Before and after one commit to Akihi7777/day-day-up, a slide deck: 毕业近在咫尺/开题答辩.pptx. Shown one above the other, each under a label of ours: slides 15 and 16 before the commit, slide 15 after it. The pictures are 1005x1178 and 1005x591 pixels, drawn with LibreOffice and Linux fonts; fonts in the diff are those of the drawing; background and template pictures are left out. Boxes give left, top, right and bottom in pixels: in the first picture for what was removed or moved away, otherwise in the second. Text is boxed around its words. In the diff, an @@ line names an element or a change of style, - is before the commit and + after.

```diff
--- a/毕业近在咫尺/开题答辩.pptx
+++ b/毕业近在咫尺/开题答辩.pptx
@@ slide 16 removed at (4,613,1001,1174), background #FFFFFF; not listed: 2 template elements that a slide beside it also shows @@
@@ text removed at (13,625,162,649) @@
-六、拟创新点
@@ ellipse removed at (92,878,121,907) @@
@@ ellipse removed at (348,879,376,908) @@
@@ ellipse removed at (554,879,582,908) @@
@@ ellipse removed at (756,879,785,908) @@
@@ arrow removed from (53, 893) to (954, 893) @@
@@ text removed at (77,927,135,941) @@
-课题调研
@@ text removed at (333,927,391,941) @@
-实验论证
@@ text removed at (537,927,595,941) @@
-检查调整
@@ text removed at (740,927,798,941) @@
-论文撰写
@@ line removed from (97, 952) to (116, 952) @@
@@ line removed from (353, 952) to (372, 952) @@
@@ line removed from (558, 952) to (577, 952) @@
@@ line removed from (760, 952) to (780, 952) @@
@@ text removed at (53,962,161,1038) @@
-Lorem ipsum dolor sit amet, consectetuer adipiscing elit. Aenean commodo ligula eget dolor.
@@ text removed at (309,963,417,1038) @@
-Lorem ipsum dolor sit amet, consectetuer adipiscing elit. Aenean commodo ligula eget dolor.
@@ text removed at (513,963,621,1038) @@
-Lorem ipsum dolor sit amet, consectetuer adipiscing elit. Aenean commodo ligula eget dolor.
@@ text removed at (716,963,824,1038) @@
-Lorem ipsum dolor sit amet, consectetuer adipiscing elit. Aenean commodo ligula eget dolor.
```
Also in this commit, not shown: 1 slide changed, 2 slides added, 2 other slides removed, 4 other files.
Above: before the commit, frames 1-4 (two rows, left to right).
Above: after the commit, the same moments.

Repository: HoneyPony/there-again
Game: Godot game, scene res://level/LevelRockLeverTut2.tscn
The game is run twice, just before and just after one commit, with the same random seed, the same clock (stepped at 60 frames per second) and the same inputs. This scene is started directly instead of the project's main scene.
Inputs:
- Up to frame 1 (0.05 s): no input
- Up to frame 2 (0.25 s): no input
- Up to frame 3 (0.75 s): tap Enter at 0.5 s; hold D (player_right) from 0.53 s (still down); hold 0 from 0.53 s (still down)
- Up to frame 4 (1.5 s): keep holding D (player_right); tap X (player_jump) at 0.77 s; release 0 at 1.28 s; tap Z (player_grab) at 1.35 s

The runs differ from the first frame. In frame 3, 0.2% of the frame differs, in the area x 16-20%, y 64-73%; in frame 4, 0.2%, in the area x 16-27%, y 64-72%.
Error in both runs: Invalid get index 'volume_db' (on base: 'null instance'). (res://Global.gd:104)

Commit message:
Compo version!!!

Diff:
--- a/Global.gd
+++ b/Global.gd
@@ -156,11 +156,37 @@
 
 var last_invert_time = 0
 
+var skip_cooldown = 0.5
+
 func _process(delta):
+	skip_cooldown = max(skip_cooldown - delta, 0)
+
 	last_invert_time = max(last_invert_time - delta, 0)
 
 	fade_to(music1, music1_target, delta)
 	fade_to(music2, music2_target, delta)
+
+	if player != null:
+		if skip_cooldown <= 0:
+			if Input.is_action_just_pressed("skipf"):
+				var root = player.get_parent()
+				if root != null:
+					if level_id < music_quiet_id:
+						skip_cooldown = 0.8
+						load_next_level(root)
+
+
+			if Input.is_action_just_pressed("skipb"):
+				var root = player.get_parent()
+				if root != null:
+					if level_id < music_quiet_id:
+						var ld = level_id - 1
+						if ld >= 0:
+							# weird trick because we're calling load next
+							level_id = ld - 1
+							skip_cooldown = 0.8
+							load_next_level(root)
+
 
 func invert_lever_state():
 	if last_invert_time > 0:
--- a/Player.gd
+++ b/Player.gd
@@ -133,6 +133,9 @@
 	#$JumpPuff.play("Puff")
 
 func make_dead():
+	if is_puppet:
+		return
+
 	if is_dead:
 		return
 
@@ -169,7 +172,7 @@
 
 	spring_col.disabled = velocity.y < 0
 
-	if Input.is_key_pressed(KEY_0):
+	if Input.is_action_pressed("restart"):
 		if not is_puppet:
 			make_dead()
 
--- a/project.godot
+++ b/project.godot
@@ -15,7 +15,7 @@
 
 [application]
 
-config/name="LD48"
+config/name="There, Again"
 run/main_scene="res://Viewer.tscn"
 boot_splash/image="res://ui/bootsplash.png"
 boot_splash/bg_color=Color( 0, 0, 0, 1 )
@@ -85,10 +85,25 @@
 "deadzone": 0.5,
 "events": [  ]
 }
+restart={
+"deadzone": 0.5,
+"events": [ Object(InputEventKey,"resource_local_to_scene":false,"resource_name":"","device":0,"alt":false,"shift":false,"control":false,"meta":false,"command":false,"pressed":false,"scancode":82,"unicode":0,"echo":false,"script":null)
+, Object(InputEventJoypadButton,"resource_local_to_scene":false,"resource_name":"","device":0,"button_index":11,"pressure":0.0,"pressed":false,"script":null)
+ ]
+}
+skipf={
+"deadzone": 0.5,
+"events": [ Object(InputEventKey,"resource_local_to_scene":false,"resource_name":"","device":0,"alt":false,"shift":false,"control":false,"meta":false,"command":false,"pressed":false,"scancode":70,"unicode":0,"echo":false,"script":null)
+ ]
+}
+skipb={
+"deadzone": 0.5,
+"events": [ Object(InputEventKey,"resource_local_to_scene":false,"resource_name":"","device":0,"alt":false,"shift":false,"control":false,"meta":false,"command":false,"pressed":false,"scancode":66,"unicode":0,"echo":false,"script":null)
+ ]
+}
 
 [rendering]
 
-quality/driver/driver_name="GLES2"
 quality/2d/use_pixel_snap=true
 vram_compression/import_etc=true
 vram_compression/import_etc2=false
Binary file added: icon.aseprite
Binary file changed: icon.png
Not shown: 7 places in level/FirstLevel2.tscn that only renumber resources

..........

With nothing left out, transcribe the records above exactly.

Before and after one commit to Akihi7777/day-day-up, a slide deck: 毕业近在咫尺/开题答辩.pptx. Shown one above the other, each under a label of ours: slides 15 and 16 before the commit, slide 15 after it. The pictures are 1005x1178 and 1005x591 pixels, drawn with LibreOffice and Linux fonts; fonts in the diff are those of the drawing; background and template pictures are left out. Boxes give left, top, right and bottom in pixels: in the first picture for what was removed or moved away, otherwise in the second. Text is boxed around its words. In the diff, an @@ line names an element or a change of style, - is before the commit and + after.

```diff
--- a/毕业近在咫尺/开题答辩.pptx
+++ b/毕业近在咫尺/开题答辩.pptx
@@ slide 16 removed at (4,613,1001,1174), background #FFFFFF; not listed: 2 template elements that a slide beside it also shows @@
@@ text removed at (13,625,162,649) @@
-六、拟创新点
@@ ellipse removed at (92,878,121,907) @@
@@ ellipse removed at (348,879,376,908) @@
@@ ellipse removed at (554,879,582,908) @@
@@ ellipse removed at (756,879,785,908) @@
@@ arrow removed from (53, 893) to (954, 893) @@
@@ text removed at (77,927,135,941) @@
-课题调研
@@ text removed at (333,927,391,941) @@
-实验论证
@@ text removed at (537,927,595,941) @@
-检查调整
@@ text removed at (740,927,798,941) @@
-论文撰写
@@ line removed from (97, 952) to (116, 952) @@
@@ line removed from (353, 952) to (372, 952) @@
@@ line removed from (558, 952) to (577, 952) @@
@@ line removed from (760, 952) to (780, 952) @@
@@ text removed at (53,962,161,1038) @@
-Lorem ipsum dolor sit amet, consectetuer adipiscing elit. Aenean commodo ligula eget dolor.
@@ text removed at (309,963,417,1038) @@
-Lorem ipsum dolor sit amet, consectetuer adipiscing elit. Aenean commodo ligula eget dolor.
@@ text removed at (513,963,621,1038) @@
-Lorem ipsum dolor sit amet, consectetuer adipiscing elit. Aenean commodo ligula eget dolor.
@@ text removed at (716,963,824,1038) @@
-Lorem ipsum dolor sit amet, consectetuer adipiscing elit. Aenean commodo ligula eget dolor.
```
Also in this commit, not shown: 1 slide changed, 2 slides added, 2 other slides removed, 4 other files.
Above: before the commit, frames 1-4 (two rows, left to right).
Above: after the commit, the same moments.

Repository: HoneyPony/there-again
Game: Godot game, scene res://level/LevelRockLeverTut2.tscn
The game is run twice, just before and just after one commit, with the same random seed, the same clock (stepped at 60 frames per second) and the same inputs. This scene is started directly instead of the project's main scene.
Inputs:
- Up to frame 1 (0.05 s): no input
- Up to frame 2 (0.25 s): no input
- Up to frame 3 (0.75 s): tap Enter at 0.5 s; hold D (player_right) from 0.53 s (still down); hold 0 from 0.53 s (still down)
- Up to frame 4 (1.5 s): keep holding D (player_right); tap X (player_jump) at 0.77 s; release 0 at 1.28 s; tap Z (player_grab) at 1.35 s

The runs differ from the first frame. In frame 3, 0.2% of the frame differs, in the area x 16-20%, y 64-73%; in frame 4, 0.2%, in the area x 16-27%, y 64-72%.
Error in both runs: Invalid get index 'volume_db' (on base: 'null instance'). (res://Global.gd:104)

Commit message:
Compo version!!!

Diff:
--- a/Global.gd
+++ b/Global.gd
@@ -156,11 +156,37 @@
 
 var last_invert_time = 0
 
+var skip_cooldown = 0.5
+
 func _process(delta):
+	skip_cooldown = max(skip_cooldown - delta, 0)
+
 	last_invert_time = max(last_invert_time - delta, 0)
 
 	fade_to(music1, music1_target, delta)
 	fade_to(music2, music2_target, delta)
+
+	if player != null:
+		if skip_cooldown <= 0:
+			if Input.is_action_just_pressed("skipf"):
+				var root = player.get_parent()
+				if root != null:
+					if level_id < music_quiet_id:
+						skip_cooldown = 0.8
+						load_next_level(root)
+
+
+			if Input.is_action_just_pressed("skipb"):
+				var root = player.get_parent()
+				if root != null:
+					if level_id < music_quiet_id:
+						var ld = level_id - 1
+						if ld >= 0:
+							# weird trick because we're calling load next
+							level_id = ld - 1
+							skip_cooldown = 0.8
+							load_next_level(root)
+
 
 func invert_lever_state():
 	if last_invert_time > 0:
--- a/Player.gd
+++ b/Player.gd
@@ -133,6 +133,9 @@
 	#$JumpPuff.play("Puff")
 
 func make_dead():
+	if is_puppet:
+		return
+
 	if is_dead:
 		return
 
@@ -169,7 +172,7 @@
 
 	spring_col.disabled = velocity.y < 0
 
-	if Input.is_key_pressed(KEY_0):
+	if Input.is_action_pressed("restart"):
 		if not is_puppet:
 			make_dead()
 
--- a/project.godot
+++ b/project.godot
@@ -15,7 +15,7 @@
 
 [application]
 
-config/name="LD48"
+config/name="There, Again"
 run/main_scene="res://Viewer.tscn"
 boot_splash/image="res://ui/bootsplash.png"
 boot_splash/bg_color=Color( 0, 0, 0, 1 )
@@ -85,10 +85,25 @@
 "deadzone": 0.5,
 "events": [  ]
 }
+restart={
+"deadzone": 0.5,
+"events": [ Object(InputEventKey,"resource_local_to_scene":false,"resource_name":"","device":0,"alt":false,"shift":false,"control":false,"meta":false,"command":false,"pressed":false,"scancode":82,"unicode":0,"echo":false,"script":null)
+, Object(InputEventJoypadButton,"resource_local_to_scene":false,"resource_name":"","device":0,"button_index":11,"pressure":0.0,"pressed":false,"script":null)
+ ]
+}
+skipf={
+"deadzone": 0.5,
+"events": [ Object(InputEventKey,"resource_local_to_scene":false,"resource_name":"","device":0,"alt":false,"shift":false,"control":false,"meta":false,"command":false,"pressed":false,"scancode":70,"unicode":0,"echo":false,"script":null)
+ ]
+}
+skipb={
+"deadzone": 0.5,
+"events": [ Object(InputEventKey,"resource_local_to_scene":false,"resource_name":"","device":0,"alt":false,"shift":false,"control":false,"meta":false,"command":false,"pressed":false,"scancode":66,"unicode":0,"echo":false,"script":null)
+ ]
+}
 
 [rendering]
 
-quality/driver/driver_name="GLES2"
 quality/2d/use_pixel_snap=true
 vram_compression/import_etc=true
 vram_compression/import_etc2=false
Binary file added: icon.aseprite
Binary file changed: icon.png
Not shown: 7 places in level/FirstLevel2.tscn that only renumber resources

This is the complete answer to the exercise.